If a line in the data below contains "changed", copy it.

- MATERIAL FOR THIS TASK -
####################
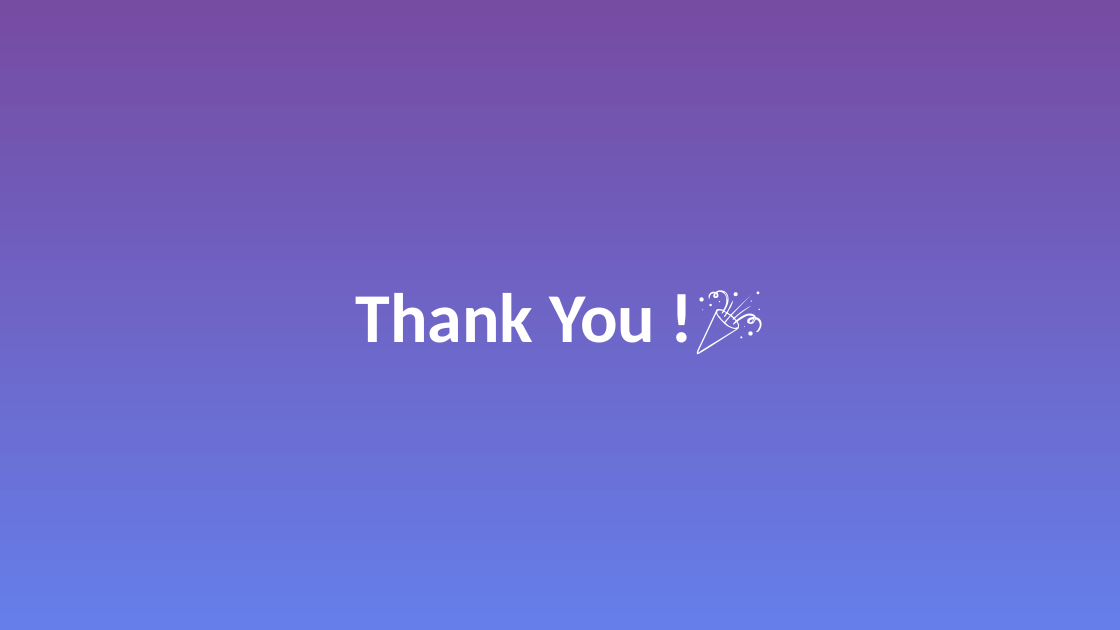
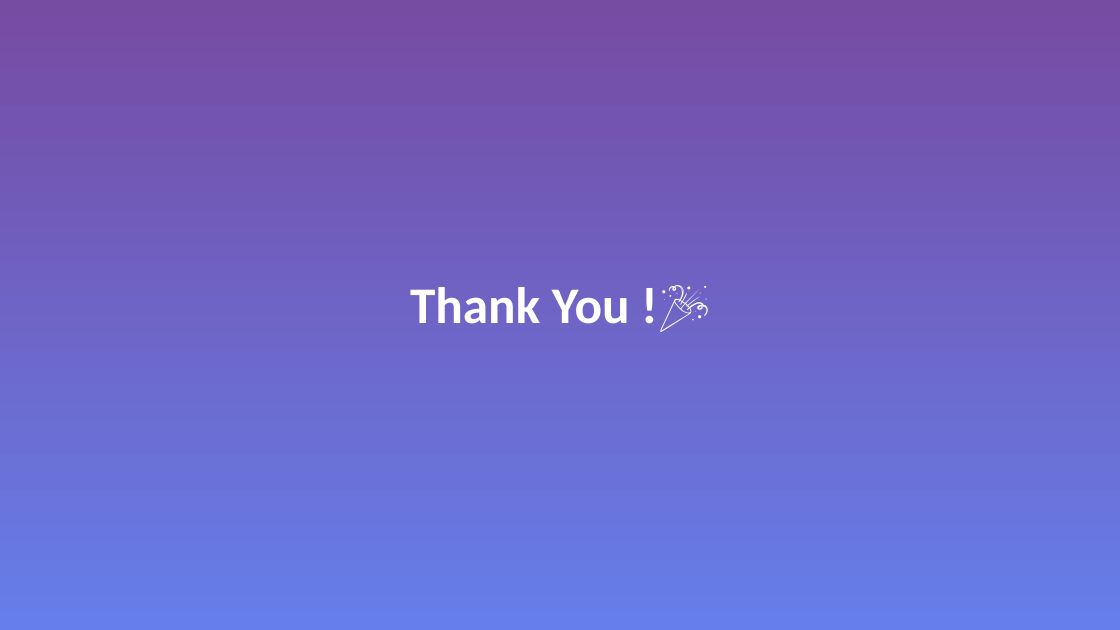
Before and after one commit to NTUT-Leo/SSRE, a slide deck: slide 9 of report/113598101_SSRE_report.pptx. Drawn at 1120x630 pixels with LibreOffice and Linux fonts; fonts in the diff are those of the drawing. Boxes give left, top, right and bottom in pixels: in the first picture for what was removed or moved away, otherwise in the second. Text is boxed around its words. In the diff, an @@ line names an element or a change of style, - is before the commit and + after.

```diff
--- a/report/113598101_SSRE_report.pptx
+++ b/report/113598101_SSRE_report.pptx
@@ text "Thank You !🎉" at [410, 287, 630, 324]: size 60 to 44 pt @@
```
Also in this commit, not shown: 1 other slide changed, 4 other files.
####################
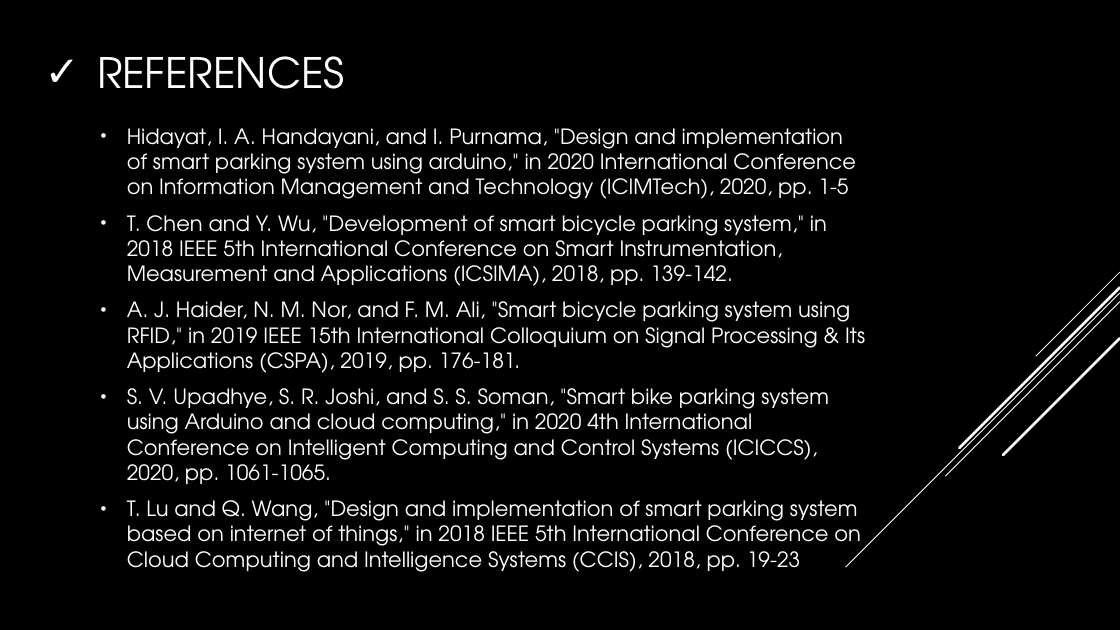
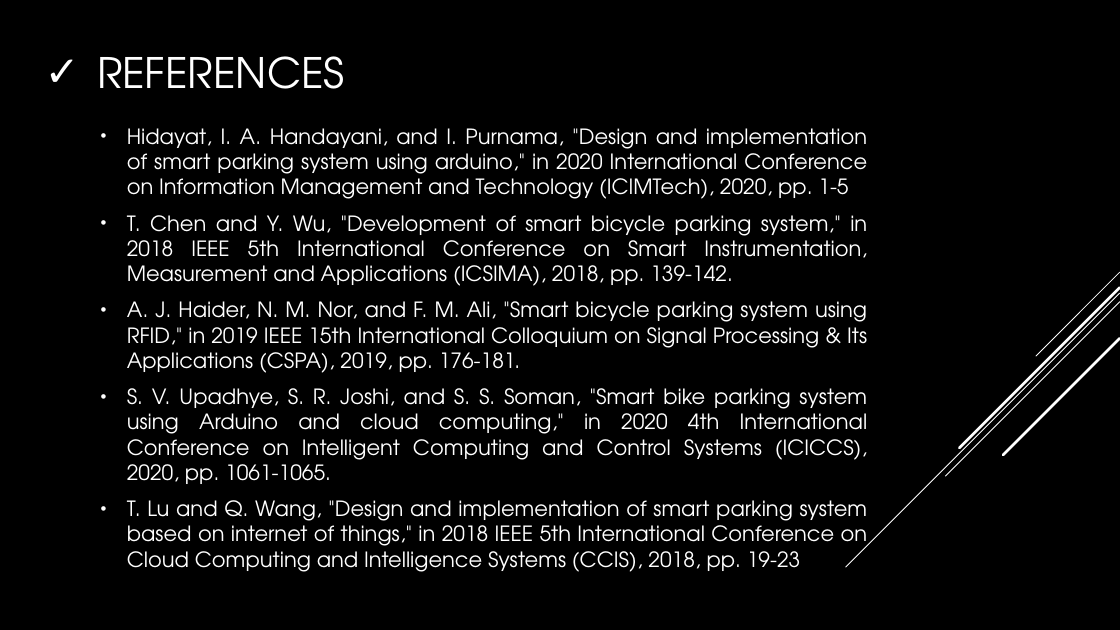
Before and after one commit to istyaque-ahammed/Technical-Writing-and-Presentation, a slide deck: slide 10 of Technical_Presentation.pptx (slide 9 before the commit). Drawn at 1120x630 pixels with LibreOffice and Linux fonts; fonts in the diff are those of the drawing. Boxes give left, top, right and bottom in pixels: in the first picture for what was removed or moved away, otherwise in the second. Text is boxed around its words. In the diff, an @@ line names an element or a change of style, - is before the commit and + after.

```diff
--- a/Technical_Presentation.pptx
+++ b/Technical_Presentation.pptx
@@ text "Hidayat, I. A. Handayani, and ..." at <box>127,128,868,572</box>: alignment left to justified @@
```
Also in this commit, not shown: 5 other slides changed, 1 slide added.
####################
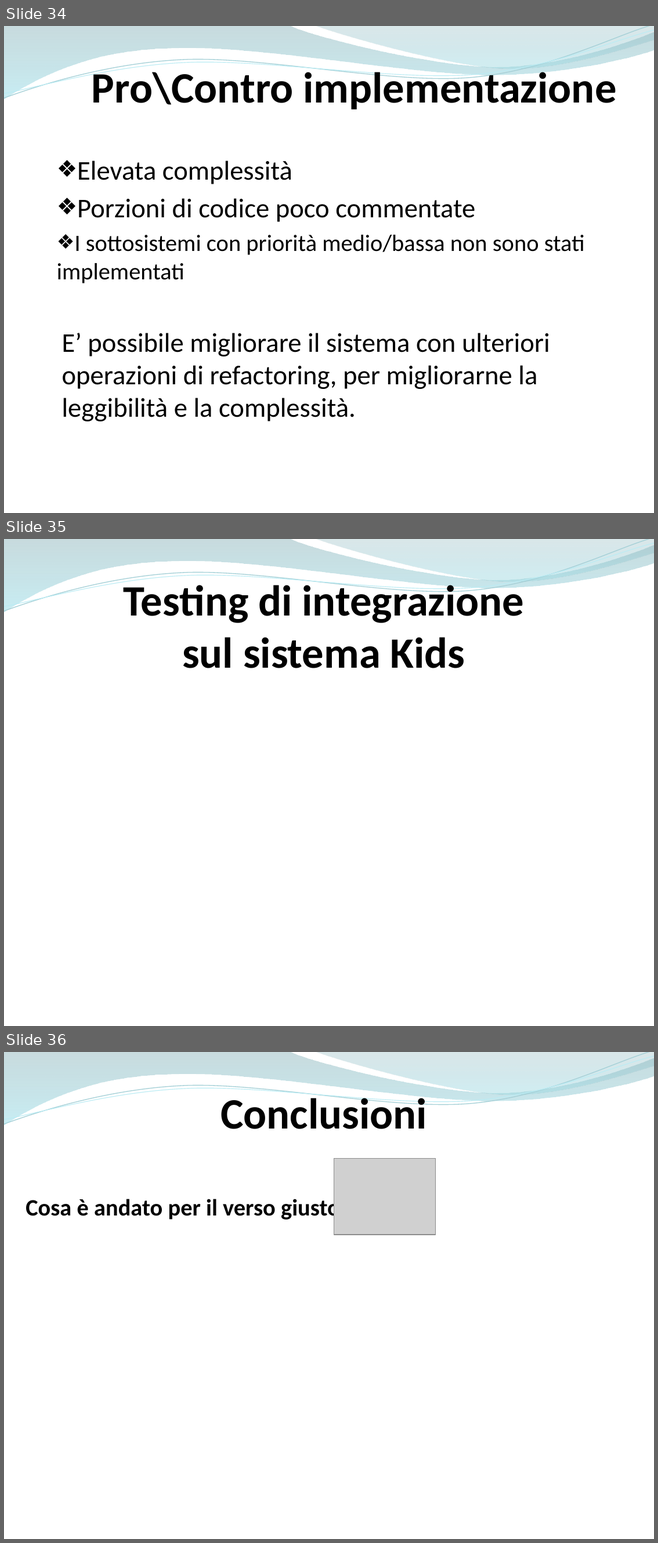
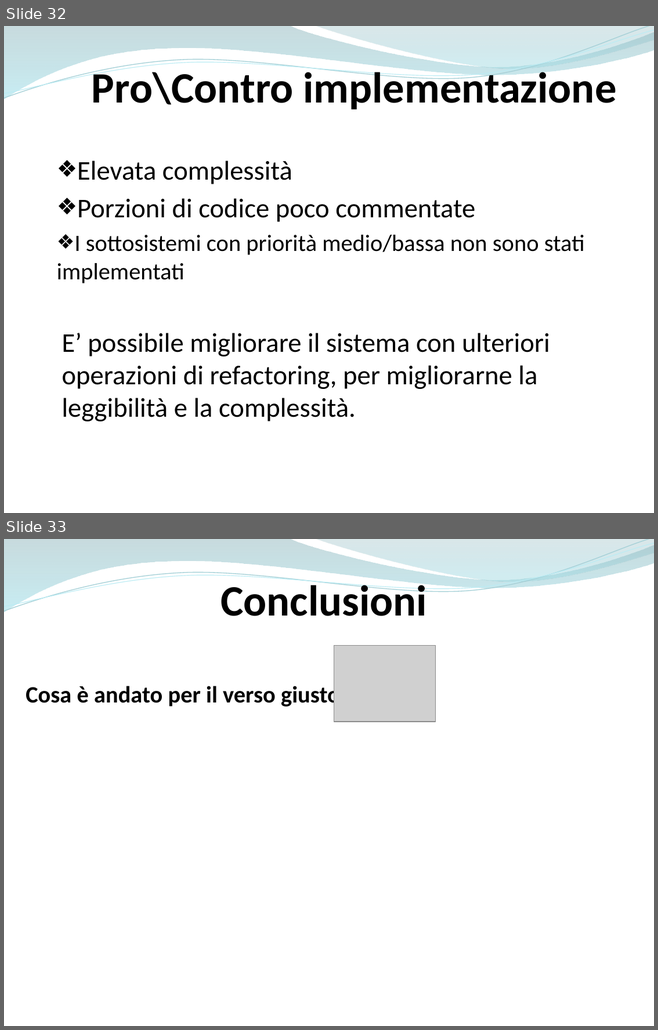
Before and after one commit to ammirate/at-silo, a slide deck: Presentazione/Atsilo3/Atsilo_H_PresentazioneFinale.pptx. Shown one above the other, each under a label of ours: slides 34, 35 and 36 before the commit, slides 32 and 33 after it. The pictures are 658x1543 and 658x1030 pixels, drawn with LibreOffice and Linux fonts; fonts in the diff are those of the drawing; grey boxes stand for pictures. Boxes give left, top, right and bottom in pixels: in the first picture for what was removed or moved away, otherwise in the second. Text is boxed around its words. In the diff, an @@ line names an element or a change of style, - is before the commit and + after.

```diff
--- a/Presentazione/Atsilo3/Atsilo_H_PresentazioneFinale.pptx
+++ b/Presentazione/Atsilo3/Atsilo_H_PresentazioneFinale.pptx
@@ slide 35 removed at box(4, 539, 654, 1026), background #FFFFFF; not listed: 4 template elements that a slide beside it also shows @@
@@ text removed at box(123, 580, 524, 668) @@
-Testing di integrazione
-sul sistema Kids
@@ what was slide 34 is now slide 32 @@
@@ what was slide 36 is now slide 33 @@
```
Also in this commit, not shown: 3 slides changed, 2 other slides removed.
####################
- SOLUTION BELOW -
Also in this commit, not shown: 1 other slide changed, 4 other files.
Also in this commit, not shown: 5 other slides changed, 1 slide added.
Also in this commit, not shown: 3 slides changed, 2 other slides removed.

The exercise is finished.